Anyway, I'd either like to figure out why it's still trying to deliver to "root" instead of "rickf" as indicated in the aliases (yes, I did run 'newaliases' after the updates to that file) or force the logs to be delivered to me directly.. Any ideas?

P.S. My sendmail is running within a jail and the hostname of the jail is "smtp.mydomain.com" -- perhaps that's why it's confused -- as smtp.mydomain.com is != mydomain.com...?


----------



## tingo (Mar 13, 2009)

First of all: mail already in the queue will not change its destination no matter how you change the aliases file (hmm, thinking about it, it doesn't matter as alias expansion is done at delivery time - so just forget this part).

Second: your maillog indicates that the MTA has trouble when trying to deliver mail to the domain 'mydomain.com'. This is your main trouble - fix that first.

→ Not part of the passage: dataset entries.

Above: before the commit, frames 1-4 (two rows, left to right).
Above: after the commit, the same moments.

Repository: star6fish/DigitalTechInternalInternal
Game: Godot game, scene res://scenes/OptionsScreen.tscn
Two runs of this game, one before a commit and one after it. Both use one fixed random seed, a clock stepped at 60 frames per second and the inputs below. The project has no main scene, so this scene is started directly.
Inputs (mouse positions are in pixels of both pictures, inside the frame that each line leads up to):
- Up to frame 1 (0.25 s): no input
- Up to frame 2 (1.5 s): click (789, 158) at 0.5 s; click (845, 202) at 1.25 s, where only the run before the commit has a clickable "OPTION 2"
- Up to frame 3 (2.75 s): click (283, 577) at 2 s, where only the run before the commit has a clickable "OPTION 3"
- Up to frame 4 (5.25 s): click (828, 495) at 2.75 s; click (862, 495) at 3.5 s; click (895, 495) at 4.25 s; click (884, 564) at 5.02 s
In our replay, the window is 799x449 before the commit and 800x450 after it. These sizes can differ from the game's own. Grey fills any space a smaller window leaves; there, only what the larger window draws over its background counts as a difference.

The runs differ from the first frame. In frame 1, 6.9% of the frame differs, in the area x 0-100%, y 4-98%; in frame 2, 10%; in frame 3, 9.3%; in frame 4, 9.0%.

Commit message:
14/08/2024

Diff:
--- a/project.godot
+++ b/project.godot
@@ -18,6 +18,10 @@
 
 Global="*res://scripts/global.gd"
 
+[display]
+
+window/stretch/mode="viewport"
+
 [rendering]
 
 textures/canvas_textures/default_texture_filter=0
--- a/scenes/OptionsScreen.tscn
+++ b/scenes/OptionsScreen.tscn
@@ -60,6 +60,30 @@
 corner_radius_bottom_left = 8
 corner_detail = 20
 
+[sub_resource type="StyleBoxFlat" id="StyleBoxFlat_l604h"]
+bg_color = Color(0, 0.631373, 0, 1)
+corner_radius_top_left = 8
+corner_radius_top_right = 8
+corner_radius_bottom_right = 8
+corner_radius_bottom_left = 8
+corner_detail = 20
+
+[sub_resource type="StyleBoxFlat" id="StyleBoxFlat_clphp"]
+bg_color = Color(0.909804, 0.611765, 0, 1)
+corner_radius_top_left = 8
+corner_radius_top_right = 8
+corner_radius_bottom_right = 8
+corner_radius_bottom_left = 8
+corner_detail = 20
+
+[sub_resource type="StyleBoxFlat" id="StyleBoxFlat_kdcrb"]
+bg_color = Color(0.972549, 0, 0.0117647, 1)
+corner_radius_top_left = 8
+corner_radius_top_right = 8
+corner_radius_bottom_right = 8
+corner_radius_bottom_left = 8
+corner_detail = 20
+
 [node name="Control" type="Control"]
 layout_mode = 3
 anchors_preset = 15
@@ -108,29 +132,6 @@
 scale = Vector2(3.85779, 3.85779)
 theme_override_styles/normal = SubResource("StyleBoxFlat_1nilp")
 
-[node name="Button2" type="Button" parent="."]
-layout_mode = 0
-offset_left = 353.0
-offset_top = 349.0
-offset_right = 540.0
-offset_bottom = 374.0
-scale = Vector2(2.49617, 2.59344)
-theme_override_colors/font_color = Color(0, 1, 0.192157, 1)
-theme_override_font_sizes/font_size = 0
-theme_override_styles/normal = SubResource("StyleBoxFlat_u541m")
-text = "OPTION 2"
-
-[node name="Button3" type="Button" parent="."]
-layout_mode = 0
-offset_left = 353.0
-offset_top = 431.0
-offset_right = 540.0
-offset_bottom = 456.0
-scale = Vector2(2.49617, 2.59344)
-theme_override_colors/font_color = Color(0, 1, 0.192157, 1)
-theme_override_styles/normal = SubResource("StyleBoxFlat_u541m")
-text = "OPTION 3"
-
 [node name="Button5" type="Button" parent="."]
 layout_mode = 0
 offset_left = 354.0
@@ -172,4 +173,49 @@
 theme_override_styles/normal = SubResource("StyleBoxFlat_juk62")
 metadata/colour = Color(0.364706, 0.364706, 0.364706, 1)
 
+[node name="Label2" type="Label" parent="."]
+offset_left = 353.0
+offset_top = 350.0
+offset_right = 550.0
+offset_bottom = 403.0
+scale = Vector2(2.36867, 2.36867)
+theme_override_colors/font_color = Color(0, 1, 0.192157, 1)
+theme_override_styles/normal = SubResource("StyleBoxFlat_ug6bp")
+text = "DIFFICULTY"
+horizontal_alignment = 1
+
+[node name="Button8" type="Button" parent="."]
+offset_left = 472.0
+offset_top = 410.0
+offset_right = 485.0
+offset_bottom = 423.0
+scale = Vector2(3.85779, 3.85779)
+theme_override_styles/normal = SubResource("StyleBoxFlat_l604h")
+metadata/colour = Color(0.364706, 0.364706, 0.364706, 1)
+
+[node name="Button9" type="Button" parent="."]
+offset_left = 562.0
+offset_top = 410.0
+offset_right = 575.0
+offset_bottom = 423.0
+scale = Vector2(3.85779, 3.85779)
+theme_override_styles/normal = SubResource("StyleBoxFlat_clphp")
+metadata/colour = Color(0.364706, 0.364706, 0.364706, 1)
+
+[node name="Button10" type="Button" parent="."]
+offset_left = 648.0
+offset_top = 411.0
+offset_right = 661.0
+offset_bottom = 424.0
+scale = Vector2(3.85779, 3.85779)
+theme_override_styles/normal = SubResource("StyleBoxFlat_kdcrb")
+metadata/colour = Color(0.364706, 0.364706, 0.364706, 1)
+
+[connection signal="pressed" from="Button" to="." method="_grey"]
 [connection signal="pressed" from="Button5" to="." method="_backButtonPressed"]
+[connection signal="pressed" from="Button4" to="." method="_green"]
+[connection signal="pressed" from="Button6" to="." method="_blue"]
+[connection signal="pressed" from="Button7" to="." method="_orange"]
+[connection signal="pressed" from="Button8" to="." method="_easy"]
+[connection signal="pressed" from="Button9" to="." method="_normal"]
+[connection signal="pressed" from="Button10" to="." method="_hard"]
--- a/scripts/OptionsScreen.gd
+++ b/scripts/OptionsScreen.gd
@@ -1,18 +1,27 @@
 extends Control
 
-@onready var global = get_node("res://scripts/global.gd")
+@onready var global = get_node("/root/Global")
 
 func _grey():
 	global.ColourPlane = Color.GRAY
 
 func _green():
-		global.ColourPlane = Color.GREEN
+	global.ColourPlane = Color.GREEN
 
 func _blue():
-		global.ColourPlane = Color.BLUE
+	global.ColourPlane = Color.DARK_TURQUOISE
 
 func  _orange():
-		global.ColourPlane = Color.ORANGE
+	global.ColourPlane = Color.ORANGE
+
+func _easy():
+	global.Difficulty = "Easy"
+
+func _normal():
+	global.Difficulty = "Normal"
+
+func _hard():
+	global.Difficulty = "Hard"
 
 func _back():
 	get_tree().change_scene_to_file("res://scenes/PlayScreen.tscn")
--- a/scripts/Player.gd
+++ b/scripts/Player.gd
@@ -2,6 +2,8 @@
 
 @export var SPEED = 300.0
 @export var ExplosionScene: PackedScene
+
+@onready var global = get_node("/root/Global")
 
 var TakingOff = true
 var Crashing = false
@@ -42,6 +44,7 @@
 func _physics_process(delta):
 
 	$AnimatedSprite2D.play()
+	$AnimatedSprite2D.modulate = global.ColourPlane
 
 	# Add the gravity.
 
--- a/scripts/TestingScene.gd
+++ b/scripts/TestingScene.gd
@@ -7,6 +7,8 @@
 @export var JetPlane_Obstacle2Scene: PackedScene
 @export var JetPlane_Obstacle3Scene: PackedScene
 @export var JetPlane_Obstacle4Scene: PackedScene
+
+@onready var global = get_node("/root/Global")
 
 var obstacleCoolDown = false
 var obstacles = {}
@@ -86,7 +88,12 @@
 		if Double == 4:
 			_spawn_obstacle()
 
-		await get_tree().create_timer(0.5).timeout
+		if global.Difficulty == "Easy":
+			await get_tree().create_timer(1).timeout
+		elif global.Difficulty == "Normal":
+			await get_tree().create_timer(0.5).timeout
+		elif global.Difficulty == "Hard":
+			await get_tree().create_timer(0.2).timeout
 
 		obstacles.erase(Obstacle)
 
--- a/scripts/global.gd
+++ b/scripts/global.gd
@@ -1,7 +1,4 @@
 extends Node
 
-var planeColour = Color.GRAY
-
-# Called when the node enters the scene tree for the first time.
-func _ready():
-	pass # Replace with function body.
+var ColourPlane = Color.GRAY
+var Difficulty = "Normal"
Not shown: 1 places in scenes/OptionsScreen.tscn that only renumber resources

Now, there can be many reasons why mail delivery doesn't work - you'll have to investigate yourself and figure it out.
Here are a few pointers:
1) the default MTA configuration on FreeBSD will deliver to the host it is running on, as long as that host have a resolvable name. If the host have a blank hostname, or the hostname doesn't resolve to an ip address, mail delivery will not work.
2) if you want a specific host to be the mail server for your domain, you will need a dns zone for that domain, with MX record(s) pointing to that specific server. This is you case, with 'mydomain.com' and 'smtp.mydomain.com'. Oh, and the hosts must be configured to use that dns server, of course.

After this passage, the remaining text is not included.